> Exercise goal: A faithful transcription of all the entries below is needed, without the pictures.

(Stored data)
= = =
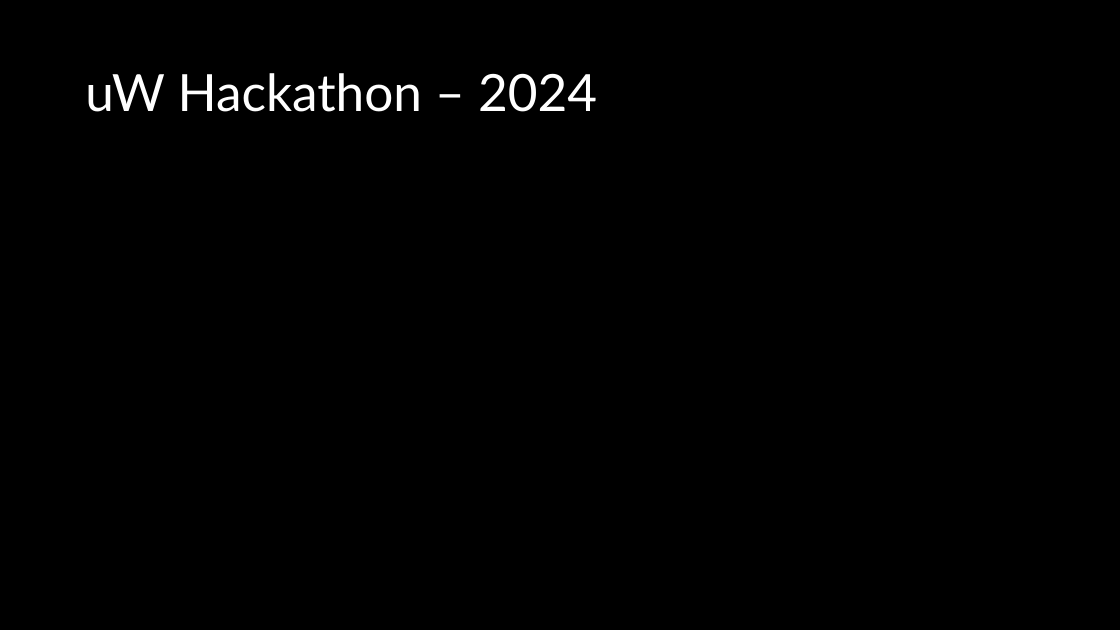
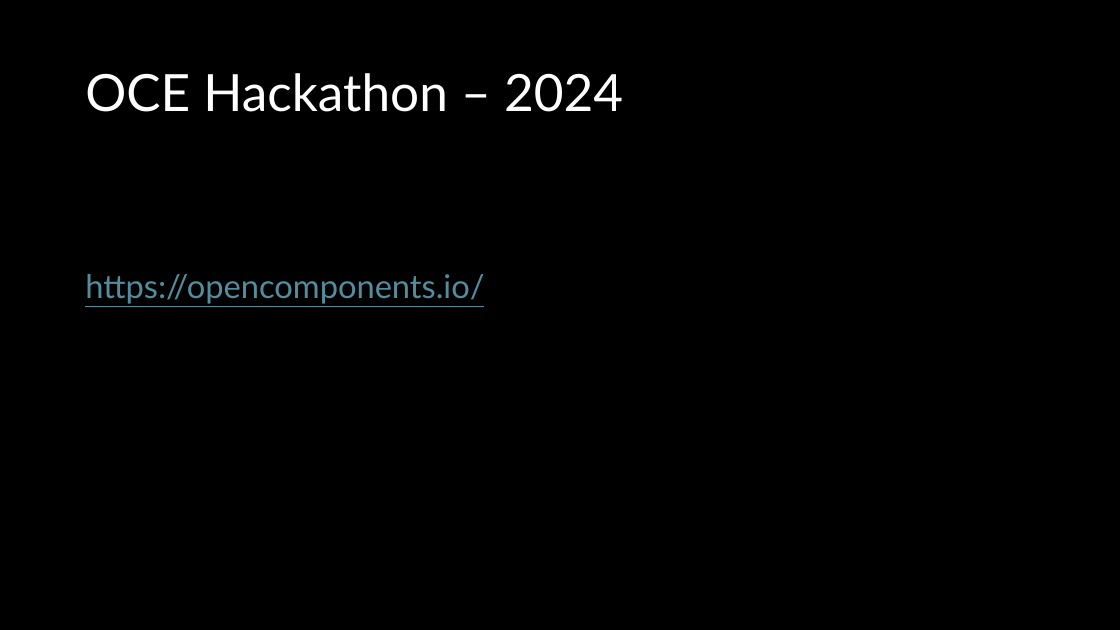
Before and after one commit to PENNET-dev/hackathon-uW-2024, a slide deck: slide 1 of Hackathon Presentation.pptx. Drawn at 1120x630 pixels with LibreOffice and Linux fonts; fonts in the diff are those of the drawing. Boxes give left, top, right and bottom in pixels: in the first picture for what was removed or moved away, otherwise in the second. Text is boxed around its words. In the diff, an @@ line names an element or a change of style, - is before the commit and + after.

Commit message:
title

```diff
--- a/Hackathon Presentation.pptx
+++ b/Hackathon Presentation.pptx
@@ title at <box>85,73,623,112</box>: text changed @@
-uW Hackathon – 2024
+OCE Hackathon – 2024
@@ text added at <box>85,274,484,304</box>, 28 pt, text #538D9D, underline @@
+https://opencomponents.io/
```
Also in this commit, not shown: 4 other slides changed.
= = =
> Written solution:
Before and after one commit to PENNET-dev/hackathon-uW-2024, a slide deck: slide 1 of Hackathon Presentation.pptx. Drawn at 1120x630 pixels with LibreOffice and Linux fonts; fonts in the diff are those of the drawing. Boxes give left, top, right and bottom in pixels: in the first picture for what was removed or moved away, otherwise in the second. Text is boxed around its words. In the diff, an @@ line names an element or a change of style, - is before the commit and + after.

Commit message:
title

```diff
--- a/Hackathon Presentation.pptx
+++ b/Hackathon Presentation.pptx
@@ title at <box>85,73,623,112</box>: text changed @@
-uW Hackathon – 2024
+OCE Hackathon – 2024
@@ text added at <box>85,274,484,304</box>, 28 pt, text #538D9D, underline @@
+https://opencomponents.io/
```
Also in this commit, not shown: 4 other slides changed.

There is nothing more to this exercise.